» **Problem description**
Going line by line through the records below, count those containing the word "Paper", then give only the count.

------------------------------------------------------------------------

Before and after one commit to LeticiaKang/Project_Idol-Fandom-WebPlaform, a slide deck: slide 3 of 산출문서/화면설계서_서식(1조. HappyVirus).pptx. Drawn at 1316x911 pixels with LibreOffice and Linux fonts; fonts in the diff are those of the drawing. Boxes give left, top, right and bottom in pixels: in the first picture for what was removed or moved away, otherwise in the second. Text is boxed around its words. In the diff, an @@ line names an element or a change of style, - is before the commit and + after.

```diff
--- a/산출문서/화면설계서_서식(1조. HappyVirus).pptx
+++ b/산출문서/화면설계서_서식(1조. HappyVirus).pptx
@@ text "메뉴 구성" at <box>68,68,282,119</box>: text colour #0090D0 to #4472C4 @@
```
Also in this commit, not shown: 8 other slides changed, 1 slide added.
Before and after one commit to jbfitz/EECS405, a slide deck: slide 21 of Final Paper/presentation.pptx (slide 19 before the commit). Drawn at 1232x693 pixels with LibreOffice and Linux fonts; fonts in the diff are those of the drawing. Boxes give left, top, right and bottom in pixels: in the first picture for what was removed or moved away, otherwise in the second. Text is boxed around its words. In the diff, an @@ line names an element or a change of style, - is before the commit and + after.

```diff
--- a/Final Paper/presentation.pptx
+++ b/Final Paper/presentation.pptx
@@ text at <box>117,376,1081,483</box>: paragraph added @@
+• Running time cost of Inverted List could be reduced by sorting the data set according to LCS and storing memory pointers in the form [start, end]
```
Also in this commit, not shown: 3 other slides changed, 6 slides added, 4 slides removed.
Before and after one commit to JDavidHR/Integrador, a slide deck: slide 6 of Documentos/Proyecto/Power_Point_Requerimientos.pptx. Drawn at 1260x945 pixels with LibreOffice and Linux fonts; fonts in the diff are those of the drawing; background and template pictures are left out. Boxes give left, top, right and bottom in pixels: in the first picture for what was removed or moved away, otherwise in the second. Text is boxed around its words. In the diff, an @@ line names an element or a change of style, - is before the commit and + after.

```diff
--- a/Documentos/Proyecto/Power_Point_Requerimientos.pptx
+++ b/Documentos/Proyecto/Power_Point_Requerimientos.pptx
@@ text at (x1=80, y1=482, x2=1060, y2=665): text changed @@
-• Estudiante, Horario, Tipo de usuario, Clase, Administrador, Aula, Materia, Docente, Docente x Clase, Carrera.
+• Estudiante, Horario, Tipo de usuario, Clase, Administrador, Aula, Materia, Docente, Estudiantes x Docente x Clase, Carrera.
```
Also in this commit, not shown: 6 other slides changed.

------------------------------------------------------------------------

» **Response below**
3